Miró sus ojos y sólo pudo ver el infinito más frío y desolador. Aun así ignoró el sentimiento invernal que le despertaba y apretó el botón de la cámara. Sonó el chasquido de rigor y la figura que estaba fotografiando no se movió un ápice. Tampoco cambió su expresión, y el fotógrafo tuvo que subirse la cremallera de la chaquetilla que se había puesto esa mañana simplemente por complementar el resto de sus prendas de ropa, no por pura necesidad. ahora, sin embargo, tenía frío de verdad.

Se le ocurrió decirle que tenía que cambiar el carrete para despegar su mirada de esos ojos gélidos, pero se acordó a tiempo de que tenía en sus manos una cámara digital, de esas que ya no necesitaban carrete. Aun así se excusó mediante la afirmación de que debía cambiar de objetivo para captar más profundidad de campo, y se agachó para rebuscar en su mochila. Intentó calmarse. Había hecho millones de fotos a miles de personas diferentes. ¿Estaba tonto o qué?

Se incorporó decidido y apoyando la idea de que estaba exagerando. Para cuando fue a sujetar la cámara y a mirar por el visor, la silla estaba vacía. No había modelo, ni signo de movimiento alguno, ni ningún eco de pasos que se alejaban. Sólo silencio y el nuevo objetivo precipitándose hasta impactar en el suelo con estrépito.

martes, 14 de junio de 2011

Hacía meses que no había textos. Tampoco salidas sorpresivas ni salidas a secas. Nos movíamos en la misma rutina, que nos servía, hasta que algo dejó de funcionar en mis adentros. Cuando te preguntaba por qué ya no escribías sobre mí me contestabas con que en mi flog tampoco salías tú. Un día me encontré sin la preocupación de encontrarme en tus líneas porque había aceptado que ya no iba a estar, y adopté la preocupación más gigantesca de sopesar si quería seguir moviéndome en esa rutina contigo. Cuando fui verdaderamente consciente, me sentí un monstruo. Sopesar ya implicaba dejar de amar con la misma intensidad, pues de lo contrario no sería ni siquiera necesario.
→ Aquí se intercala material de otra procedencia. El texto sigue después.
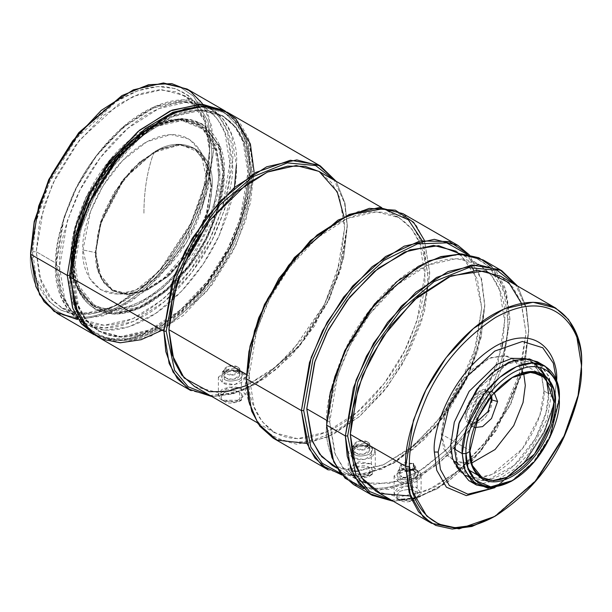 <?xml version="1.0" encoding="UTF-8"?>
<svg xmlns="http://www.w3.org/2000/svg" width="612" height="612" viewBox="0 0 612 612"><rect width="100%" height="100%" fill="white"/><g stroke="black" fill="none" stroke-linecap="round" stroke-linejoin="round"><path stroke-width="0.46" stroke-dasharray="3.06 2.29" d="M211.974 396.561L232.751 393.975L255.579 384.129L298.717 346.767L328.919 299.444L343.584 257.101L347.256 225.346L344.969 203.184L336.218 181.366L344.969 203.184L347.256 225.346L339.17 273.472L326.127 305.136L305.036 338.849L276.586 369.181L244.502 389.752L214.368 396.622L190.76 390.548M97.56 336.738L121.168 342.812L151.302 335.942L183.386 315.371L211.836 285.039L232.927 251.325L245.97 219.662L254.049 171.536L248.809 139.276L240.593 124.091L227.205 112.187M237.624 366.94C230.571 362.687 218.43 369.725 226.172 373.557C233.21 378.254 245.374 371.224 237.624 366.94L240.003 370.352L231.894 375.026L223.793 370.352L228.796 366.106L237.624 366.94L237.624 371.56L230.166 370.298L223.793 374.865L226.165 378.17L233.631 379.432L240.003 374.865L237.624 371.56L237.624 366.94M153.933 152.327C182.751 132.674 214.781 151.172 212.18 185.956L209.472 207.789L199.856 234.45L209.472 207.789L212.18 185.956C214.781 151.172 182.751 132.674 153.933 152.327C147.278 170.251 143.942 190.745 143.912 213.802C143.942 190.745 147.278 170.251 153.933 152.327L135.045 166.862L115.637 191.013L100.934 222.263L95.679 253.246L100.881 277.993L112.738 290.93L103.864 282.866L97.522 268.936L95.793 249.007L100.116 224.918L124.32 178.758L153.551 152.541L180.777 144.684L199.841 152.541L209.105 168.583L211.415 185.956L208.103 165.592L194.463 148.494L179.561 144.654L160.543 148.999L140.286 161.981L122.331 181.129L100.781 222.393L95.679 252.771L95.296 252.557L101.546 279.156L111.751 289.721L128.03 293.844L144.539 290.203L162.203 279.929L192.03 246.223L207.346 211.339L211.033 185.734L205.288 160.023L194.792 148.693L177.549 144.47L155.188 151.195L132.353 168.813L114.023 192.528L102.388 216.411L95.296 252.557L82.98 249.964C80.493 272.271 99.029 311.072 144.761 285.636C190.493 258.264 209.036 198.058 206.55 178.62C209.036 156.32 190.493 117.519 144.761 142.948C99.029 170.327 80.493 230.533 82.98 249.964L90.545 211.37L102.969 185.872L122.545 160.551L146.918 141.747L170.794 134.556L189.207 139.069L200.415 151.172L206.55 178.62L202.61 205.961L186.255 243.201L154.415 279.187L135.55 290.157L117.925 294.051L100.544 289.652L89.65 278.368L82.98 249.964L95.296 252.557L100.399 222.179L121.949 180.907L139.903 161.759L160.16 148.777L179.178 144.44L194.088 148.272L207.728 165.37L211.033 185.734L205.93 216.113L184.388 257.384L166.426 276.532L146.169 289.514L127.151 293.852L112.248 290.019L98.609 272.914L95.296 252.557L98.991 273.136L112.631 290.241L127.533 294.074L146.551 289.736L166.808 276.754L184.77 257.598L206.313 216.334L211.415 185.956L212.18 185.956L211.415 185.956C213.741 204.156 196.383 260.544 153.551 286.187C110.718 310.001 93.353 273.663 95.679 252.771L97.996 232.728L107.253 205.999L126.317 176.126L153.551 152.541M189.766 251.922L169.042 275.821L146.513 290.578L126.959 294.777L112.738 290.93L126.959 294.777L146.513 290.578L169.042 275.821L189.766 251.922M490.969 396.622L486.418 391.129L476.075 394.388L466.107 414.378L465.349 414.814C463.032 428.025 482.531 426.09 488.162 412.557C497.074 400.906 488.996 383.051 478.714 391.665L475.348 405.159L478.714 391.665C470.651 397.303 466.199 405.014 465.349 414.814C466.199 405.014 470.651 397.303 478.714 391.665L486.226 389.997L491.658 395.773M492.063 400.019L488.162 412.557C482.531 426.09 463.032 428.025 465.349 414.814L466.107 414.378L467.973 420.918L475.776 422.953L467.805 420.689L466.107 414.378L470.582 400.669L485.033 390.854L491.321 399.82M494.182 392.797L490.457 391.351L481.919 394.136L474.093 402.466L469.029 417.988L470.949 425.141L474.063 427.643L469.029 417.988L476.151 399.605L486.05 391.986L494.182 392.797M441.283 434L447.104 455.282L456.69 462.657L471.554 463.108L453.591 461.203L443.685 448.787L441.283 434L444.985 411.945L460.629 381.98L488.376 358.655L502.184 355.503L513.009 358.288L523.643 372.884L518.127 362.495L507.233 356.054L491.122 357.561L472.969 368.684L457.47 386.386L447.395 405.274L441.283 434L469.871 450.508L441.283 434M512.19 377.566L492.3 394.641L478.347 416.397L469.878 450.853L478.293 416.504L492.102 394.878L512.19 377.566M510.737 481.598L533.565 461.831L549.545 436.792L559.246 397.578L549.775 436.295L534.161 461.111L511.701 481.032M534.115 363.008L521.944 360.369L506.629 364.27L476.312 390.38L459.367 423.244L455.351 447.418C453.477 464.24 467.461 493.502 501.947 474.323C536.441 453.676 550.425 408.265 548.551 393.608L551.565 393.141L547.289 418.6L529.235 453.186L514.187 469.243L497.212 480.129L481.269 483.778L468.769 480.573L481.246 483.778L497.189 480.137L514.172 469.259L529.227 453.201L547.289 418.608L551.565 393.141L548.788 376.074L537.351 361.738M546.378 378.629L545.414 376.013L548.551 393.608L545.973 412.74L535.378 438.705L514.233 465.327L487.894 479.93M540.977 364.331L549.461 378.04L551.565 393.141L548.551 393.608L543.969 390.961L541.299 374.567L530.321 360.797L524.767 358.525L532.532 362.258M459.673 471.271L464.416 474.943L476.419 478.026L491.734 474.537L522.51 448.657L539.861 415.426L543.969 390.961L548.551 393.608M485.14 480.405L468.999 477.589L458.013 463.812L455.351 447.418L459.459 422.953L476.809 389.722L507.585 363.849L522.9 360.353L534.903 363.436L539.815 367.284M494.68 487.71L523.535 464.087L544.076 432.913L554.082 404.746L556.515 380.618L554.204 404.195L544.734 431.537L525.226 462.106L497.365 486.234L494.68 487.71M533.442 362.977L541.88 376.242L543.969 390.961C545.843 405.618 531.859 451.029 497.365 471.676C462.879 490.855 448.894 461.593 450.769 444.771M494.848 487.688L524.216 462.427L544.351 430.879L554.128 402.65L556.568 380.771L554.097 402.772L544.198 431.192L523.834 462.879L494.848 487.688M493.547 517.102L534.888 481.3L563.828 435.951L577.889 395.375L581.4 364.943L577.927 395.176L564.057 435.461L535.485 480.588L494.511 516.543M376.043 491.283L398.672 497.105L427.543 490.518L458.296 470.804L485.561 441.734L505.772 409.428L518.272 379.08L526.014 332.966L520.988 302.053L513.116 287.495L500.279 276.089M391.481 500.195L417.093 497.51L445.704 483.503L473.214 459.826L496.003 430.703L522.373 373.412L528.692 331.421L526.037 307.836L515.725 285.001L526.037 307.836L528.692 331.421L525.065 362.778L510.584 404.593L480.764 451.319L438.161 488.215L413.498 498.505L391.481 500.195M521.462 303.361L526.014 332.966L521.072 369.365L500.731 418.776L482.814 445.276L460.232 469.129L435.048 486.861L410.247 495.988M393.409 501.312L414.186 498.726L437.014 488.881L480.16 451.518L510.354 404.195L525.019 361.853L528.692 330.098L526.404 307.935L517.653 286.118L526.404 307.935L528.692 330.098L522.572 371.637L497.105 428.27L474.988 457.447L448.015 481.766L419.503 497.043L393.409 501.312M353.476 484.49L377.091 490.564L407.217 483.694L439.309 463.131L467.759 432.791L488.85 399.078L501.894 367.414L509.972 319.288L504.732 287.036L496.508 271.843L483.12 259.939M326.624 423.818C325.416 406.353 331.452 381.957 344.732 350.645C358.624 320.183 386.424 284.351 417.154 267.023C484.161 229.768 511.318 286.615 507.677 319.288L509.972 319.288L507.677 319.288C508.886 336.761 502.85 361.157 489.577 392.46C475.685 422.93 447.885 458.763 417.154 476.09C350.148 513.346 322.991 456.498 326.624 423.818C322.991 456.498 350.148 513.346 417.154 476.09C447.885 458.763 475.685 422.93 489.577 392.46C502.85 361.157 508.886 336.761 507.677 319.288L504.058 292.115L489.577 267.023L476.679 258.432L459.75 254.73L439.439 257.377L417.154 267.023M491.803 266.518L506.338 291.87L509.972 319.288L502.942 364.01L491.688 393.271L473.413 424.988L448.206 455.014L418.524 477.941L388.811 489.47L363.513 488.72M365.777 482.96L390.012 483.243L418.294 471.89L446.393 449.866L470.184 421.27L498 363.452L504.625 321.055C508.136 289.484 481.896 234.549 417.154 270.55C387.457 287.296 360.598 321.912 347.18 351.357C334.343 381.605 328.514 405.175 329.684 422.058L335.452 454.8L344.587 469.848L359.466 480.787M502.016 347.027L485.599 394.931L469.572 422.158L448.191 448.068L423.091 468.899L397.226 481.407L373.863 484.314L355.304 478.683L342.529 467.331L334.688 452.834L329.684 422.058L337.396 376.135L349.834 345.925L369.962 313.757L397.112 284.81L427.727 265.187L456.476 258.631L479.005 264.43L491.78 275.783L499.622 290.272L504.625 321.055L502.827 342.452M329.684 422.058L326.678 420.322L329.684 422.058M332.385 465.457L354.914 471.248L383.663 464.692L414.278 445.069L441.428 416.122L461.547 383.953L473.994 353.744L481.705 307.821L473.78 270.389M472.005 267.192L456.085 251.195L479.005 264.43M413.337 463.521L413.337 470.353L413.337 463.521L415.709 466.941L407.6 471.615L399.498 466.941L404.501 462.695L413.337 463.521L400.508 464.768L405.81 471.454M340.853 473.566L365.915 473.963L395.199 462.297L424.33 439.531L449.009 409.925L466.887 378.744L477.88 349.995L484.765 306.061L481.269 279.324L467.346 254.47L481.269 279.324L484.765 306.061L481.139 337.419L466.658 379.233L436.838 425.96L394.235 462.856L365.471 474.048L340.853 473.566M460.155 253.873L477.452 279.171L481.705 307.821L476.243 346.117L453.576 398.267L433.763 425.6L409.275 449.139L382.806 465.059L357.852 471.179M354.203 471.24L336.738 467.637M342.108 475.073L365.877 474.461L393.088 463.513L436.234 426.159L466.428 378.836L481.093 336.493L484.765 304.738L481.629 279.11L469.282 254.806L481.629 279.11L484.765 304.738L476.679 352.856L463.636 384.527L442.545 418.233L414.094 448.573L382.01 469.136L351.877 476.014L328.269 469.939M273.266 438.184L296.874 444.258L327.007 437.381L359.091 416.818L387.541 386.478L408.632 352.772L421.676 321.101L429.762 272.983L424.514 240.723L416.298 225.53L402.91 213.634M367.498 441.918C360.46 437.672 348.297 444.694 356.039 448.535C363.061 453.224 375.248 446.217 367.498 441.918L369.87 445.329L361.769 450.011L353.667 445.329L358.67 441.084L367.498 441.918L367.498 446.538L360.032 445.276L353.667 449.843L356.039 453.155L363.497 454.418L369.87 449.843L367.498 446.538L367.498 441.918M422.058 240.508L427.467 272.983L429.762 272.983L427.467 272.983C428.675 290.455 422.64 314.843 409.359 346.155C395.467 376.617 367.674 412.45 336.937 429.777C269.938 467.033 242.773 410.185 246.414 377.512C242.773 410.185 269.938 467.033 336.937 429.777C367.674 412.45 395.467 376.617 409.359 346.155C422.64 314.843 428.675 290.455 427.467 272.983L423.848 245.802L409.359 220.71L396.461 212.119L379.539 208.417L359.221 211.063L336.937 220.718M424.284 240.118L429.762 272.983L424.476 311.439L402.696 363.696L383.54 391.588L359.504 416.466L332.874 434.604L306.887 443.455M249.084 375.967C245.557 407.676 271.912 462.848 336.937 426.686C366.764 409.872 393.738 375.102 407.225 345.535C420.107 315.149 425.967 291.48 424.789 274.52C428.323 242.811 401.962 187.639 336.937 223.801C307.117 240.615 280.135 275.385 266.656 304.952C253.773 335.338 247.914 359.014 249.084 375.967L256.833 329.845L269.326 299.505L289.545 267.199L316.809 238.122L347.555 218.415L376.434 211.828L399.062 217.65L411.891 229.049L419.771 243.607L424.789 274.52L417.047 320.642L404.547 350.99L384.336 383.296L357.071 412.366L326.318 432.08L297.447 438.666L274.819 432.845L261.99 421.438L254.11 406.881L249.084 375.967L246.452 374.445L249.084 375.967M194.608 386.532L217.237 392.353L246.108 385.767L276.853 366.06L304.126 336.983L324.337 304.677L336.837 274.329L344.579 228.215L339.553 197.301L331.673 182.743L318.844 171.337M210.046 395.451L235.658 392.759L264.269 378.752L291.779 355.075L314.568 325.951L340.938 268.668L347.256 226.669L344.602 203.085L334.29 180.249L344.602 203.085L347.256 226.669L343.63 258.027L329.149 299.842L299.329 346.576L256.726 383.464L232.063 393.753L210.046 395.451M343.99 216.862L344.579 228.215L340.593 260.727L324.467 304.416L291.549 351.961L269.731 371.752L246.605 385.545M70.709 276.066C69.5 258.593 75.536 234.205 88.809 202.893C102.701 172.423 130.501 136.598 161.231 119.271C228.238 82.008 255.395 138.863 251.762 171.536L254.049 171.536L251.762 171.536C252.97 189.009 246.934 213.397 233.654 244.708C219.762 275.178 191.961 311.003 161.231 328.33C94.233 365.594 67.068 308.746 70.709 276.066C67.068 308.746 94.233 365.594 161.231 328.33C191.961 311.003 219.762 275.178 233.654 244.708C246.934 213.397 252.97 189.009 251.762 171.536L248.135 144.356L233.654 119.271L220.756 110.68L203.834 106.97L183.516 109.625L161.231 119.271M254.049 171.536L250.453 202.977L236.087 244.854L206.473 291.809L163.917 329.417M73.379 274.52C69.852 306.237 96.206 361.401 161.231 325.247C191.059 308.433 218.033 273.663 231.52 244.089C244.402 213.703 250.262 190.034 249.084 173.081C252.618 141.372 226.256 86.2 161.231 122.354C131.412 139.176 104.43 173.946 90.951 203.513C78.068 233.899 72.208 257.568 73.379 274.52L81.128 228.406L93.621 198.058L113.84 165.753L141.104 136.683L171.85 116.969L200.728 110.382L223.357 116.204L236.186 127.61L244.066 142.168L249.084 173.081L241.342 219.203L228.842 249.543L208.631 281.849L181.366 310.927L150.613 330.633L121.742 337.22L99.113 331.398L86.284 320L78.405 305.442L73.379 274.52L72.231 273.862L77.257 304.776L85.137 319.334L97.966 330.74L120.595 336.562L149.466 329.975L180.219 310.261L207.483 281.191L227.695 248.885L240.195 218.538L247.944 172.416L242.918 141.502L235.039 126.944L222.21 115.546L199.581 109.724L170.71 116.311L139.957 136.017L112.692 165.095L92.481 197.401L79.981 227.74L72.231 273.862L73.379 274.52M69.561 275.408C65.92 308.081 93.085 364.928 160.084 327.672C190.822 310.345 218.614 274.513 232.506 244.05C245.787 212.739 251.823 188.351 250.614 170.878L248.548 149.864L240.7 129.033L224.512 112.509L198.709 106.304L224.512 112.509L240.7 129.033L248.548 149.864L250.614 170.878L246.996 202.235L232.506 244.05L202.687 290.776L160.092 327.672L132.093 338.711L107.934 338.696L89.872 329.661L78.214 315.004M72.231 273.862C71.061 256.91 76.921 233.233 89.803 202.847C103.283 173.28 130.264 138.511 160.084 121.696C225.117 85.535 251.471 140.706 247.944 172.416C249.115 189.376 243.255 213.045 230.372 243.431C216.885 272.998 189.911 307.767 160.084 324.582C95.059 360.743 68.705 305.572 72.231 273.862M95.862 335.705L123.785 340.54L158.944 328.33L202.082 290.975L232.277 243.653L246.95 201.31L250.614 169.555L245.687 138.151L237.984 123.234L225.461 111.239L237.984 123.234L245.687 138.151L250.614 169.555L242.536 217.673L229.492 249.344L208.401 283.05L179.951 313.39L147.859 333.953L117.734 340.83L94.118 334.756M57.451 313.581L81.067 319.655L111.193 312.786L143.277 292.222L171.727 261.882L192.826 228.169L205.862 196.506L213.948 148.379L208.7 116.127L200.484 100.934L187.096 89.031M121.696 95.786L143.889 86.33L164.085 83.829L180.884 87.623L193.683 96.245L208.057 121.291L211.653 148.379L213.948 148.379L211.653 148.379C212.861 165.852 206.825 190.24 193.545 221.552C179.66 252.022 151.86 287.854 121.13 305.181C54.124 342.437 26.959 285.59 30.6 252.909C26.959 285.59 54.124 342.437 121.13 305.181C151.86 287.854 179.66 252.022 193.545 221.552C206.825 190.24 212.861 165.852 211.653 148.379L208.034 121.207L193.545 96.115L180.647 87.524L163.725 83.821L143.407 86.468L121.122 96.115M202.274 103.436L211.538 125.674L213.948 148.379L207.743 190.225L181.894 247.294L159.48 276.578L132.223 300.79L103.558 315.738L77.51 319.533M32.704 251.7C29.147 283.616 55.677 339.147 121.13 302.756C151.141 285.827 178.299 250.828 191.87 221.07C204.836 190.485 210.735 166.663 209.556 149.596C213.106 117.672 186.576 62.149 121.13 98.54C91.111 115.469 63.954 150.46 50.383 180.226C37.416 210.811 31.518 234.633 32.704 251.7L36.039 221.995L49.304 182.544L76.699 138.014L116.54 101.324L137.922 90.706L157.865 86.56L174.94 88.556L188.374 95.518L204.4 118.215L209.426 144.233L209.556 149.596L205.8 181.19L190.715 223.464L159.763 270.183L138.932 290.386L116.425 305.327L95.464 313.176L76.63 314.576L61.078 310.269L49.281 301.647L36.032 277.534L32.704 251.7L36.238 251.754L39.505 277.091L52.494 300.737L64.061 309.182L79.308 313.405L97.782 312.036L118.33 304.34L160.834 269.877L191.181 224.076L205.976 182.613L209.648 151.638L209.526 146.383L204.599 120.87L188.886 98.616L175.713 91.785L158.975 89.826L139.414 93.888L118.453 104.308L79.384 140.278L52.517 183.952L39.505 222.63L36.238 251.754L32.704 251.7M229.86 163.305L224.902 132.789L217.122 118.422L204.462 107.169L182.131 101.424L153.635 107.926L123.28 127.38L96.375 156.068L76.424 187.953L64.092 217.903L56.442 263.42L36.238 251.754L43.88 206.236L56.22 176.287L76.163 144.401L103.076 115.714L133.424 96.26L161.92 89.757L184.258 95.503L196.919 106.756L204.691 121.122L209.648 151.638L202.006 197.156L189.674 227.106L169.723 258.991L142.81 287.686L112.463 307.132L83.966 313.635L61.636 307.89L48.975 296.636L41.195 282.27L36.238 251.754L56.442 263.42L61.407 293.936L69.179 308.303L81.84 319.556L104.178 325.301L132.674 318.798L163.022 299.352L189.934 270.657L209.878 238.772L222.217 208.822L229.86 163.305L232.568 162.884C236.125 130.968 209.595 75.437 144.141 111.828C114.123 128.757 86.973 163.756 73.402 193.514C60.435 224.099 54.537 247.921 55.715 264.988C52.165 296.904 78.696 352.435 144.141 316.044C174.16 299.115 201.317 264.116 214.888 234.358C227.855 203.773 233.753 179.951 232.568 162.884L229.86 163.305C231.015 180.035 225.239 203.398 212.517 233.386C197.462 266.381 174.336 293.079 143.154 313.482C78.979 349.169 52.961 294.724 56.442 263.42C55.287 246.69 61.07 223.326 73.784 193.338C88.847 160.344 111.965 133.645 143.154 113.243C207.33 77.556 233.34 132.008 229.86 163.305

La gente, en incluso tú, piensan que fue repentino. Que tardé una semana en tomar la decisión y otra semana en recuperarme. Sin embargo, tus labios a los seis días ya estaban en otros labios ya vaticinados, y tus labios también probaron lo que era combinar sabores el mismo día y con muchas lágrimas de por medio. Mis labios también se aventuraron, pero siguen torcidos. Torcidos en una expresión de tristeza que ya dura meses, y que a los ojos de la gente, incluso de ti, no debería existir.

Yo fui feliz como nadie. Y en mi decisión fue en parte mi suicidio. Un suicidio real, no un tanteo infame. Con la consiguiente condena de seguir viviendo con eso en la mente las veinticuatro horas del día, aparte de opiniones y comentarios ajenos que despertaban las risas de mi ser más irónico, y me hacían lamentar cuántas personas existían que todavía no sabían lo que era amar de verdad.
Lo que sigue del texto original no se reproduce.